→ TASK PROMPT: From the records below, find each line with the string "origin" and copy it.

→ RAW DATA:

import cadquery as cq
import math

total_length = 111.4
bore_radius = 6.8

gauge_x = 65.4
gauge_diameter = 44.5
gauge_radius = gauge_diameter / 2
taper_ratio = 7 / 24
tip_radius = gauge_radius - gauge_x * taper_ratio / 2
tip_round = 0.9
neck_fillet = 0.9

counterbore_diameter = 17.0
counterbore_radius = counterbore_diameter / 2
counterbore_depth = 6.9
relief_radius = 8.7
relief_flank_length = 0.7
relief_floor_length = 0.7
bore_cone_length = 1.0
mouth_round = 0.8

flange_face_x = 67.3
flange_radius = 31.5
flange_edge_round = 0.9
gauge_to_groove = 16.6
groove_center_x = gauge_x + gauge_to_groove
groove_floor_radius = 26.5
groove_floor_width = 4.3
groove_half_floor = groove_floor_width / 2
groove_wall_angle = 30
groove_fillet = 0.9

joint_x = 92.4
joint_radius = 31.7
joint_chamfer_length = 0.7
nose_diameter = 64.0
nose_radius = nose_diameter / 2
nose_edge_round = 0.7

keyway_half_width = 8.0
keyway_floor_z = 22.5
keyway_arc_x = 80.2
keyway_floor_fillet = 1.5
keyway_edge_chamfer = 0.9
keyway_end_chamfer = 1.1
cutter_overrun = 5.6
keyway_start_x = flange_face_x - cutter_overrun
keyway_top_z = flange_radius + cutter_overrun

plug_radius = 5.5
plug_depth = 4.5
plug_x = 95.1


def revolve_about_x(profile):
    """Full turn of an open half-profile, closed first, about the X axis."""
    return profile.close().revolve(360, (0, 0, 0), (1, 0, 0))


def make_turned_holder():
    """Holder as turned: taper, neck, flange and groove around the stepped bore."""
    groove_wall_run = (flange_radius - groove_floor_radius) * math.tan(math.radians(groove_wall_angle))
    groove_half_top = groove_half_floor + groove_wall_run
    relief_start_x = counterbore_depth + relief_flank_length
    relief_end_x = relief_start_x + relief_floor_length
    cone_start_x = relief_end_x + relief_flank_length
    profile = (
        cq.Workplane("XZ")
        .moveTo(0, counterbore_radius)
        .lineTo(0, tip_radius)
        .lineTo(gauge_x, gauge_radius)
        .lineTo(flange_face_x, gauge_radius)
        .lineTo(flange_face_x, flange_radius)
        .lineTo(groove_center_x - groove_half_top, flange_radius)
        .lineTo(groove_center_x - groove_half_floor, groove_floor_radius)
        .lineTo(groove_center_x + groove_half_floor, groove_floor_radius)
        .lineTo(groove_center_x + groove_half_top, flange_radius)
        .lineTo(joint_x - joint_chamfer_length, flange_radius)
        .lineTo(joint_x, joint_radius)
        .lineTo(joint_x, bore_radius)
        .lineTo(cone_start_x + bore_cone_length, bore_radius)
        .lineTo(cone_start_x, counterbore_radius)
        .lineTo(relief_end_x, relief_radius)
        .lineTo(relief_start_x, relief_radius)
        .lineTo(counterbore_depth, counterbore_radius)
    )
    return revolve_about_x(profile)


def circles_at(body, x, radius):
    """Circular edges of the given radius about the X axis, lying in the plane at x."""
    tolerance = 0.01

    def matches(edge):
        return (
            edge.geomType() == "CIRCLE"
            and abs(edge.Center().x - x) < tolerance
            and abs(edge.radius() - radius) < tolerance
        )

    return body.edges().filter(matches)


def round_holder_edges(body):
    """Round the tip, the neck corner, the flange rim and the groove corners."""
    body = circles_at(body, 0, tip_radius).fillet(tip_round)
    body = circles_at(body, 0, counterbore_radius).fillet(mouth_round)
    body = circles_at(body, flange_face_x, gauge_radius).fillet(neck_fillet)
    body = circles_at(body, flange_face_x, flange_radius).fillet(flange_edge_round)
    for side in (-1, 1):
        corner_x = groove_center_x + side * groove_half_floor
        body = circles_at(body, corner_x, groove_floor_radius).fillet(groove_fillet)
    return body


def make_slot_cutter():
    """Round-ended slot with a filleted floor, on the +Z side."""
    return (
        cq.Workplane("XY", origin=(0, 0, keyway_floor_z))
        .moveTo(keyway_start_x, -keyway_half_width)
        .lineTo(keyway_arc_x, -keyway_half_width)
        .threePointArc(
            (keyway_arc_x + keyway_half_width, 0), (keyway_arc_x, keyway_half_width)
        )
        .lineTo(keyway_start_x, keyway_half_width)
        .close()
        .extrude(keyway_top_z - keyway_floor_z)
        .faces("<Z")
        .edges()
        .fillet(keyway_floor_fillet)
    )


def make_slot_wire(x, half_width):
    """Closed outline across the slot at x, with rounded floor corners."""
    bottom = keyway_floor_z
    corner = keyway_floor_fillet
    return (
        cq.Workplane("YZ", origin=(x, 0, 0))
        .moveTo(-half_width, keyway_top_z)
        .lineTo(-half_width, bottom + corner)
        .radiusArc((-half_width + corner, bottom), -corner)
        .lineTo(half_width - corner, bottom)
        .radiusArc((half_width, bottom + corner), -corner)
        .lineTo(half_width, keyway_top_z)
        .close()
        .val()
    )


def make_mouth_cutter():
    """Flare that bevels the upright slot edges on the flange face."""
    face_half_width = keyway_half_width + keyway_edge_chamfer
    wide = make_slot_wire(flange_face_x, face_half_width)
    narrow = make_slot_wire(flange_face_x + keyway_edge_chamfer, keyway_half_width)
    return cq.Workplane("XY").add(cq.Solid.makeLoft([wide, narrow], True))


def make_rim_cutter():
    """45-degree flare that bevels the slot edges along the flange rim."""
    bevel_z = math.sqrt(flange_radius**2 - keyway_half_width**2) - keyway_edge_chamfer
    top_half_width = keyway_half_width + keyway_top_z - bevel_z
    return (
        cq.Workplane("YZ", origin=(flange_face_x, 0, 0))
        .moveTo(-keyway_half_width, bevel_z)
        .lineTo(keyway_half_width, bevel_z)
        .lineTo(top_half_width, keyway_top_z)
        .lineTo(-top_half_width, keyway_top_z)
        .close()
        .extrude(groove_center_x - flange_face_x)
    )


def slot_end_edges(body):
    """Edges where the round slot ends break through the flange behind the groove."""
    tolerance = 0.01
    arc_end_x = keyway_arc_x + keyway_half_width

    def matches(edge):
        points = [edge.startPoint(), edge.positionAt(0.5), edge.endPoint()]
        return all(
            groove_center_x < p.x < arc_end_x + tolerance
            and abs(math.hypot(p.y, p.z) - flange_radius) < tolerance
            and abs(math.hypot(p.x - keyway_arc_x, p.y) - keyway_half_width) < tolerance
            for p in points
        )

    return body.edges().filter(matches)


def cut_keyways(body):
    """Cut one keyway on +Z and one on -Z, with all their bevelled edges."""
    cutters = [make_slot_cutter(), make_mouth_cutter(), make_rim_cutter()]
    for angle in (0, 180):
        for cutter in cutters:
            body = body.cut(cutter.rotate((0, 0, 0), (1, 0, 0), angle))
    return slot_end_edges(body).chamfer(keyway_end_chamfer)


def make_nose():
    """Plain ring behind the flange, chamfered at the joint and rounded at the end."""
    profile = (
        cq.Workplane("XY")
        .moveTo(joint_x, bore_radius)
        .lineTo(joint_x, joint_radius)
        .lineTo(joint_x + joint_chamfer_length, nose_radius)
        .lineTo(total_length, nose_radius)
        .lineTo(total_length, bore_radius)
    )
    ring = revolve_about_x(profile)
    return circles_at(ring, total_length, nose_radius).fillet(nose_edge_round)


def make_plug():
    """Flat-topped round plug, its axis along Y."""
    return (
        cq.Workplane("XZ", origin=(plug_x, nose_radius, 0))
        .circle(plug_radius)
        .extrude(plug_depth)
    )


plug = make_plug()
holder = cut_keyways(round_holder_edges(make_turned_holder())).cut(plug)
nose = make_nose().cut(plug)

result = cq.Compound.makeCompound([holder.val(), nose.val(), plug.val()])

==

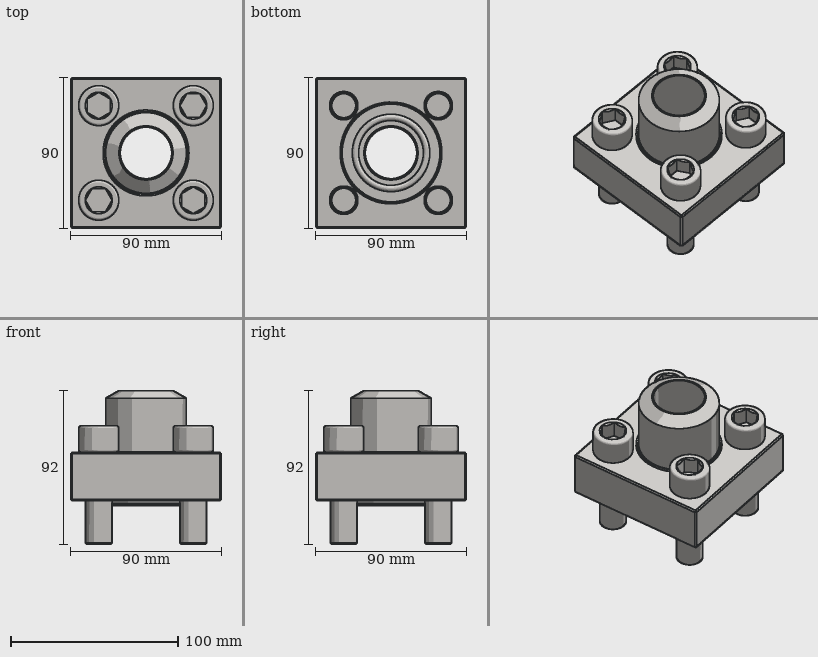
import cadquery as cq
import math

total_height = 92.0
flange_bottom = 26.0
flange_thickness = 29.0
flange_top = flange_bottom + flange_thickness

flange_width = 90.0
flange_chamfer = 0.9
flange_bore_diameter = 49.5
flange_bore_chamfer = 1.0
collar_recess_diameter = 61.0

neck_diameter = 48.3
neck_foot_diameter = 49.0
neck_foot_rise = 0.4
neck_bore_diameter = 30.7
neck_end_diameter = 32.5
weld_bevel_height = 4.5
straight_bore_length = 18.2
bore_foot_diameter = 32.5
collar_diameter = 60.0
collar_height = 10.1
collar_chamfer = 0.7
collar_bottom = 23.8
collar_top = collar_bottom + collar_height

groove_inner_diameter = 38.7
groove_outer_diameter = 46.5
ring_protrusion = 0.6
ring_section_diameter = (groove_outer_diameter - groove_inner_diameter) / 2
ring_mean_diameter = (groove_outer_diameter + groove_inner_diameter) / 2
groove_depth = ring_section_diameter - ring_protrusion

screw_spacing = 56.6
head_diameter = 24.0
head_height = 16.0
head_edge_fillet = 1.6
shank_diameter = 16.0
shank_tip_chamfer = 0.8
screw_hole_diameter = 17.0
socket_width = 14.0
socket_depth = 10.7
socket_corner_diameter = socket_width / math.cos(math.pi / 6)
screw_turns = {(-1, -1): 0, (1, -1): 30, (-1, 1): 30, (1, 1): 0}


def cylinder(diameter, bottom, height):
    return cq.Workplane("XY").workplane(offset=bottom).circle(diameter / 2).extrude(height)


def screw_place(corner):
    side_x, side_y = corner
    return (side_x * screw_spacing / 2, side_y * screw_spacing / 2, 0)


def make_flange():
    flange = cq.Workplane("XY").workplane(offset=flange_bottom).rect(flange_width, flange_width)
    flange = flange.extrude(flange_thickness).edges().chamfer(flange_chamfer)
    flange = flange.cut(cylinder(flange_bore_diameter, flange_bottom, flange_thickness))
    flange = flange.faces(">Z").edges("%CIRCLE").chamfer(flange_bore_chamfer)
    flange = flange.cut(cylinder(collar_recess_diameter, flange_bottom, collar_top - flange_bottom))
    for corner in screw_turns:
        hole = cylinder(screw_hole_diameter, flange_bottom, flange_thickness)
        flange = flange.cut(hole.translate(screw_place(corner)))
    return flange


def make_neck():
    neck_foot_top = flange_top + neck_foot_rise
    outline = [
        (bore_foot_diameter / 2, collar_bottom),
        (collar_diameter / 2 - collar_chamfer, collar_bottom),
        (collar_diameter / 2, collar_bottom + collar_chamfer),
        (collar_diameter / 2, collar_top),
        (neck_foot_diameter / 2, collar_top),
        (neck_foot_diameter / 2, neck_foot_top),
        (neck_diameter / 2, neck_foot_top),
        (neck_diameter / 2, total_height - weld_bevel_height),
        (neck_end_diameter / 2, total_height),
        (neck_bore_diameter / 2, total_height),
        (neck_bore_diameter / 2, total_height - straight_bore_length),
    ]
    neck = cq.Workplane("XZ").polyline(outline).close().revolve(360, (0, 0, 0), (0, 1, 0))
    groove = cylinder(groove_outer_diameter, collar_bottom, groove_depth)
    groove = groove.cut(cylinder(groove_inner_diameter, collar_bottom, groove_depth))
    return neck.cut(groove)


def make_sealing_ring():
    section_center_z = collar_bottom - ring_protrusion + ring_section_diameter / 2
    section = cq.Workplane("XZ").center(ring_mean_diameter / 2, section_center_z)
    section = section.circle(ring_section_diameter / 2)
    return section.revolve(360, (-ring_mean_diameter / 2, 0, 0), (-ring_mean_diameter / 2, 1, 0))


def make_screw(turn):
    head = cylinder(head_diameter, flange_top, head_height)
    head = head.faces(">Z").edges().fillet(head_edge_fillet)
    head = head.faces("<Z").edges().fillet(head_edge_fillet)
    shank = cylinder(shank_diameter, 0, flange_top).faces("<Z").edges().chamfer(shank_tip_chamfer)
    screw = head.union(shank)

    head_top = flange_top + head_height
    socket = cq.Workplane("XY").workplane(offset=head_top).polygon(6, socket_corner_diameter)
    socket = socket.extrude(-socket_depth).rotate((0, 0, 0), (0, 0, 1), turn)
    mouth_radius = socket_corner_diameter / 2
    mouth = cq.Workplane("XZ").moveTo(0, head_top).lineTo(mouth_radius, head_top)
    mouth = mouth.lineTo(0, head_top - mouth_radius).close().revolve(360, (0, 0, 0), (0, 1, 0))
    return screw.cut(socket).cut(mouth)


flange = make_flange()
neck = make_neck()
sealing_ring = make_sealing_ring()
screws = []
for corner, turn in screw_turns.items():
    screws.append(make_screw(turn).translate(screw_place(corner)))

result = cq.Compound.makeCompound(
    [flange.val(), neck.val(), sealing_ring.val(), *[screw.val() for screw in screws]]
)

→ OUTPUT FOR THIS EXERCISE:
        cq.Workplane("XY", origin=(0, 0, keyway_floor_z))
        cq.Workplane("YZ", origin=(x, 0, 0))
        cq.Workplane("YZ", origin=(flange_face_x, 0, 0))
        cq.Workplane("XZ", origin=(plug_x, nose_radius, 0))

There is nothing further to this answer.